More times than not, PowerPoint has become the default tool for almost anything business related (next to Excel). Whenever a some sort of deliverable is needed, people automatically think PowerPoint. I’ve even heard companies say “if it’s not in PowerPoint, it’s not official”. While PowerPoint has many uses, it’s not good for everything and it’s important to consider the format of your deliverable before you set about creating it.

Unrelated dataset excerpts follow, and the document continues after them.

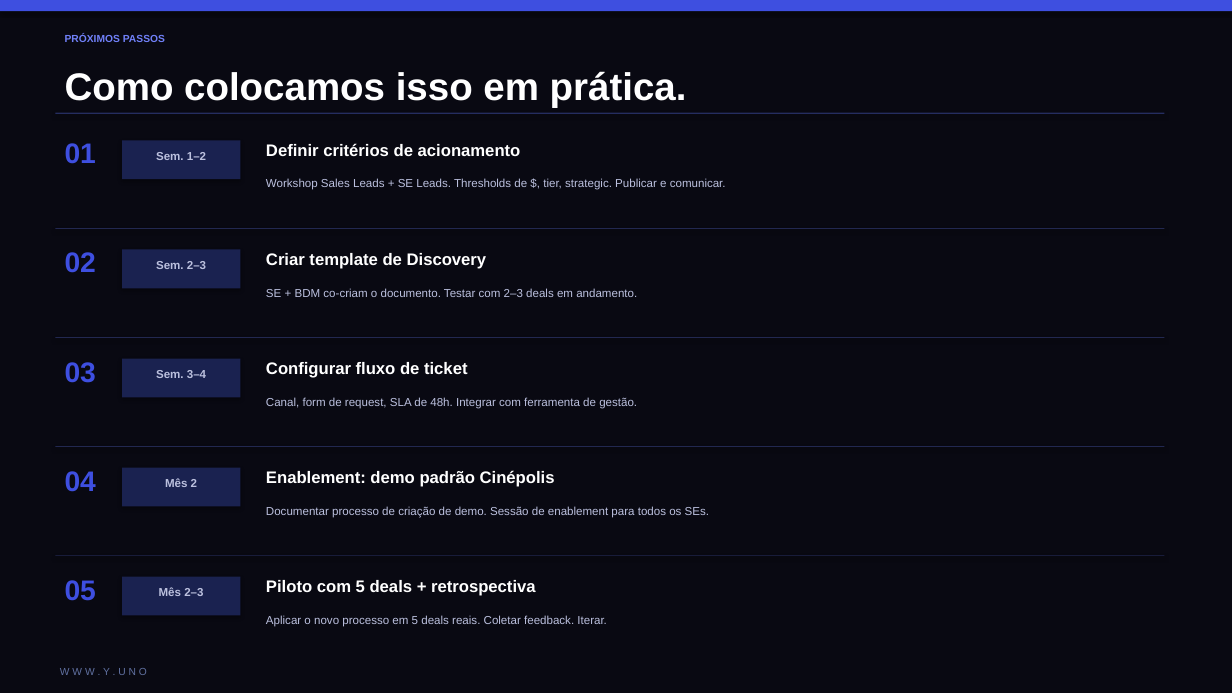
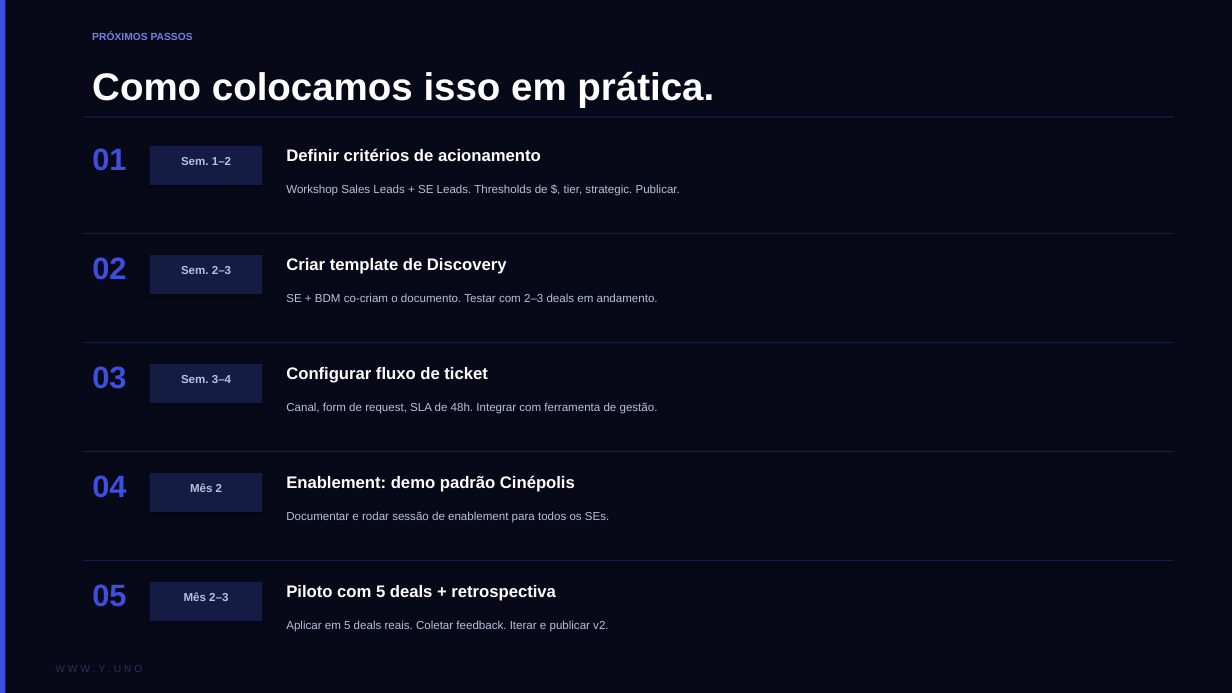
Before and after one commit to andyarapedrosa/yuno-sdk-demos, a slide deck: slide 11 of SE_Process_AsIs_ToBe.pptx. Drawn at 1232x693 pixels with LibreOffice and Linux fonts; fonts in the diff are those of the drawing. Boxes give left, top, right and bottom in pixels: in the first picture for what was removed or moved away, otherwise in the second. Text is boxed around its words. In the diff, an @@ line names an element or a change of style, - is before the commit and + after.

```diff
--- a/SE_Process_AsIs_ToBe.pptx
+++ b/SE_Process_AsIs_ToBe.pptx
@@ rectangle at box(0, 0, 1232, 693): fill #090912 to #070918 @@
@@ rectangle: place and size @@
-rectangle at box(0, 0, 1232, 11)
+rectangle at box(0, 0, 6, 693)
@@ text "PRÓXIMOS PASSOS": place and size @@
-text "PRÓXIMOS PASSOS" at box(65, 34, 165, 42)
+text "PRÓXIMOS PASSOS" at box(92, 32, 193, 40)
@@ text "PRÓXIMOS PASSOS" at box(92, 32, 193, 40): text colour #7080F8 to #7080F0 @@
@@ text "Como colocamos isso em prática.": place and size @@
-text "Como colocamos isso em prática." at box(65, 71, 687, 107)
+text "Como colocamos isso em prática." at box(92, 71, 714, 107)
@@ rectangle: place and size @@
-rectangle at box(55, 113, 1165, 114)
+rectangle at box(83, 116, 1174, 117)
@@ rectangle at box(83, 116, 1174, 117): fill #252D60 to #182048 @@
@@ rectangle: place and size @@
-rectangle at box(122, 140, 240, 179)
+rectangle at box(150, 146, 262, 185)
@@ text "Sem. 1–2": place and size @@
-text "Sem. 1–2" at box(156, 152, 206, 160)
+text "Sem. 1–2" at box(181, 157, 231, 165)
@@ text at box(286, 184, 680, 196): text changed; text colour #BBC0DE to #B8C0DC @@
-Workshop Sales Leads + SE Leads. Thresholds de $, tier, strategic. Publicar e comunicar.
+Workshop Sales Leads + SE Leads. Thresholds de $, tier, strategic. Publicar.
@@ rectangle: place and size @@
-rectangle at box(55, 228, 1165, 229)
+rectangle at box(83, 233, 1174, 234)
@@ rectangle: place and size @@
-rectangle at box(122, 250, 240, 288)
+rectangle at box(150, 255, 262, 294)
@@ text "Sem. 2–3": place and size @@
-text "Sem. 2–3" at box(156, 261, 206, 269)
+text "Sem. 2–3" at box(181, 266, 231, 274)
@@ text "SE + BDM co-criam o ...": place and size @@
-text "SE + BDM co-criam o ..." at box(266, 288, 637, 297)
+text "SE + BDM co-criam o ..." at box(286, 293, 658, 302)
@@ 5 texts: place and size @@
-5 texts at box(65, 143, 96, 601)
+5 texts at box(92, 148, 126, 607)
@@ size 22 to 24 pt in 5 elements at box(92, 148, 126, 171), box(92, 475, 126, 498), box(92, 584, 126, 607), box(92, 257, 126, 280), box(92, 366, 126, 389) @@
@@ rectangle: place and size @@
-rectangle at box(55, 337, 1165, 338)
+rectangle at box(83, 342, 1174, 343)
@@ fill #1A2250 to #141C44 in 5 elements at box(150, 146, 262, 185), box(150, 255, 262, 294), box(150, 473, 262, 512), box(150, 582, 262, 621), box(150, 364, 262, 403) @@
@@ rectangle: place and size @@
-rectangle at box(122, 359, 240, 397)
+rectangle at box(150, 364, 262, 403)
@@ text "Sem. 3–4": place and size @@
-text "Sem. 3–4" at box(156, 370, 206, 378)
+text "Sem. 3–4" at box(181, 375, 231, 383)
@@ text "Canal, form de request, SLA ...": place and size @@
-text "Canal, form de request, SLA ..." at box(266, 397, 637, 409)
+text "Canal, form de request, SLA ..." at box(286, 402, 658, 414)
@@ rectangle: place and size @@
-rectangle at box(55, 446, 1165, 447)
+rectangle at box(83, 451, 1174, 452)
@@ rectangle: place and size @@
-rectangle at box(122, 468, 240, 506)
+rectangle at box(150, 473, 262, 512)
@@ text colour #BBC0DE to #B8C0DC in 7 elements at box(286, 293, 658, 302), box(286, 402, 658, 414), box(181, 266, 231, 274), box(184, 592, 228, 601), box(181, 157, 231, 165), box(181, 375, 231, 383), box(190, 483, 222, 492) @@
@@ text "Mês 2": place and size @@
-text "Mês 2" at box(165, 478, 197, 487)
+text "Mês 2" at box(190, 483, 222, 492)
@@ text at box(286, 511, 609, 523): text changed; text colour #BBC0DE to #B8C0DC @@
-Documentar processo de criação de demo. Sessão de enablement para todos os SEs.
+Documentar e rodar sessão de enablement para todos os SEs.
@@ fill #222850 to #161E44 in 4 elements at box(83, 233, 1174, 234), box(83, 342, 1174, 343), box(83, 451, 1174, 452), box(83, 560, 1174, 561) @@
@@ rectangle: place and size @@
-rectangle at box(55, 555, 1165, 556)
+rectangle at box(83, 560, 1174, 561)
@@ rectangle: place and size @@
-rectangle at box(122, 577, 240, 616)
+rectangle at box(150, 582, 262, 621)
@@ text "Mês 2–3": place and size @@
-text "Mês 2–3" at box(159, 587, 203, 596)
+text "Mês 2–3" at box(184, 592, 228, 601)
@@ 5 texts: place and size @@
-5 texts at box(266, 143, 555, 596)
+5 texts at box(286, 148, 575, 601)
@@ text at box(286, 620, 608, 632): text changed; text colour #BBC0DE to #B8C0DC @@
-Aplicar o novo processo em 5 deals reais. Coletar feedback. Iterar.
+Aplicar em 5 deals reais. Coletar feedback. Iterar e publicar v2.
@@ text "W W W . Y ..." at box(55, 665, 142, 672): text colour #6070A0 to #2A3260 @@
```
Also in this commit, not shown: 11 other slides changed.
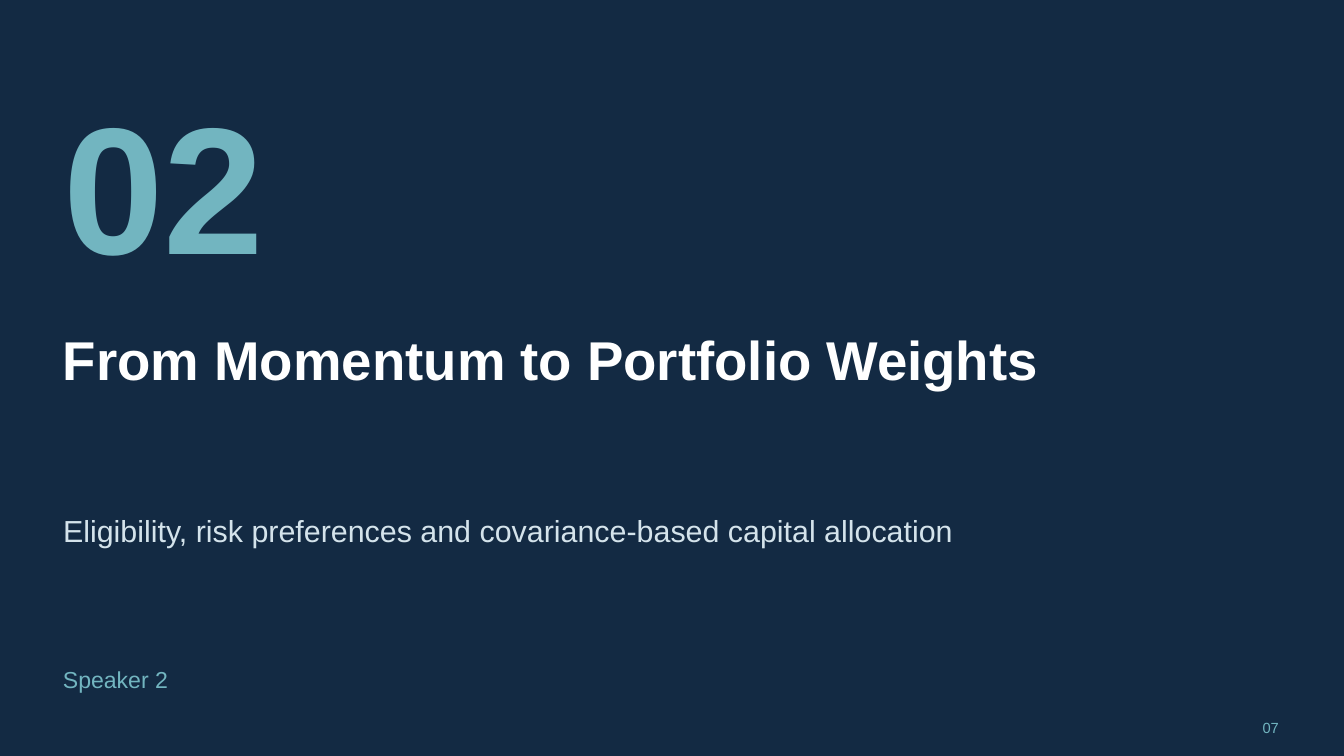
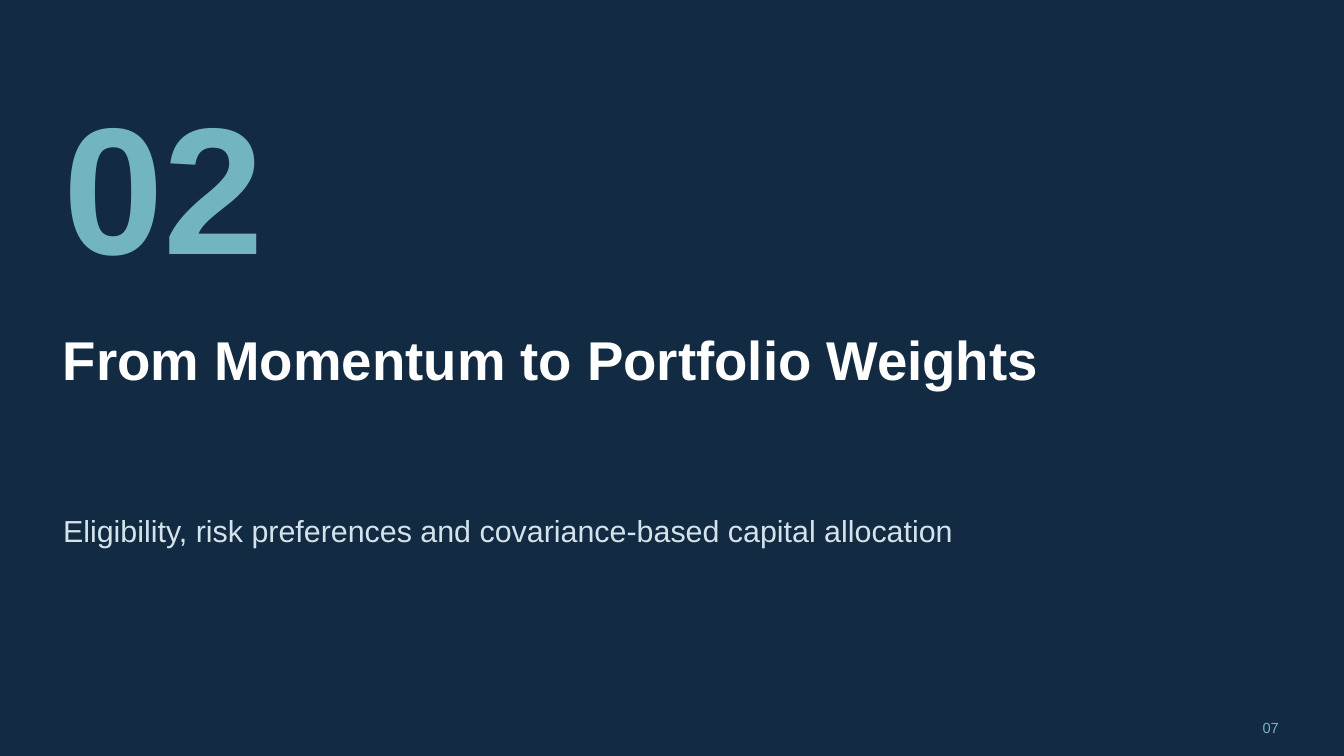
Before and after one commit to str311/FE5209-Weiming-Group, a slide deck: slide 7 of presentation/updated/MWRP_Window_Updated_Final.pptx. Drawn at 1344x756 pixels with LibreOffice and Linux fonts; fonts in the diff are those of the drawing. Boxes give left, top, right and bottom in pixels: in the first picture for what was removed or moved away, otherwise in the second. Text is boxed around its words. In the diff, an @@ line names an element or a change of style, - is before the commit and + after.

```diff
--- a/presentation/updated/MWRP_Window_Updated_Final.pptx
+++ b/presentation/updated/MWRP_Window_Updated_Final.pptx
@@ text removed at <box>63,671,168,693</box> @@
-Speaker 2
```
Also in this commit, not shown: 5 other slides changed, 1 slide removed.
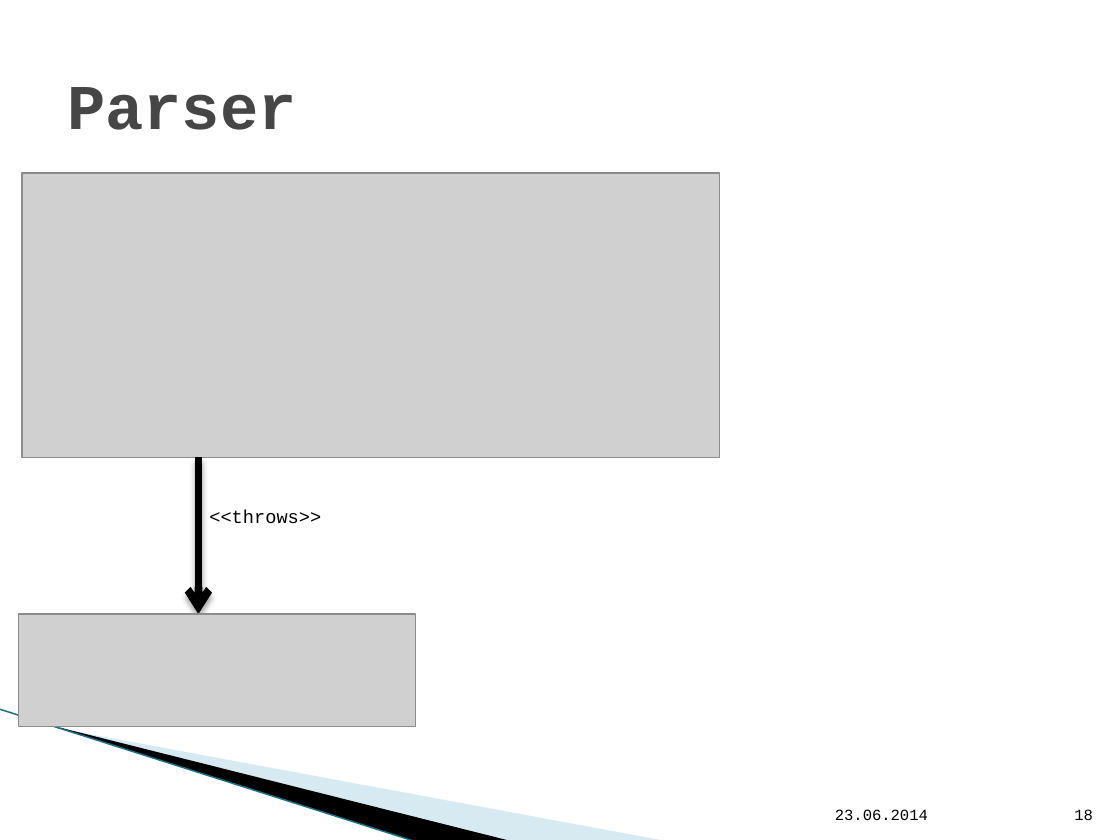
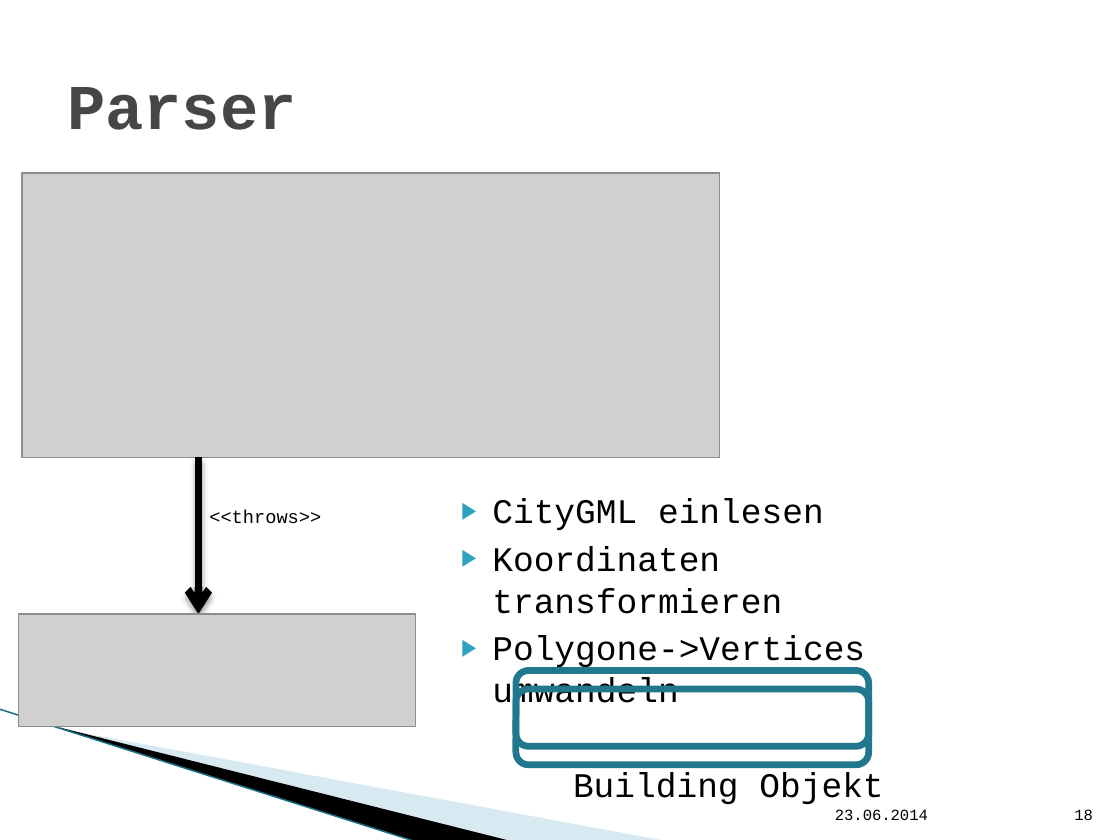
Before and after one commit to hft-swp/stuff, a slide deck: slide 18 of doku/präsentation nicht komplett/vCity-Präsentation.pptx. Drawn at 1120x840 pixels with LibreOffice and Linux fonts; fonts in the diff are those of the drawing; grey boxes stand for pictures; background and template pictures are left out. Boxes give left, top, right and bottom in pixels: in the first picture for what was removed or moved away, otherwise in the second. Text is boxed around its words. In the diff, an @@ line names an element or a change of style, - is before the commit and + after.

```diff
--- a/doku/präsentation nicht komplett/vCity-Präsentation.pptx
+++ b/doku/präsentation nicht komplett/vCity-Präsentation.pptx
@@ text added at <box>492,498,883,804</box>, 22.2 pt, text #000000 @@
+▶ CityGML einlesen
+▶ Koordinaten transformieren
+▶ Polygone->Vertices umwandeln
+Building Objekt
@@ rounded rectangle added at <box>516,671,869,747</box>, outline #21788D 4.33 pt @@
@@ rounded rectangle added at <box>516,689,869,765</box>, outline #21788D 4.33 pt @@
```
Also in this commit, not shown: 4 other slides changed.

The phrase “form follows function” has become a rallying cry of anyone who designs something that people use over the last few decades and has become even more important with the rise and maturity of user experience (UX) design in the digital world. The phrase, originating from American architect Louis Sullivan in the 1930s, argues that what a thing looks like should be dictated by what it is to be used for. The form of something, should be guided by (or informed directly by) the function of it. A bird has wings and is aerodynamic because it needs to fly. This is the reason why birds don’t look like hippos. While that world would be hilarious to live in, it is not the way things are.

Form follows function. Designing a document should be no different.

Determine the function of your document before you set about creating it. You may think you need a short presentation with a few words per slide… but if your audience has no idea on the background of your topic and you need to continually refer back to the document you’re creating (like a training manual or process document), you may really need a single-spaced, 10-page Word document.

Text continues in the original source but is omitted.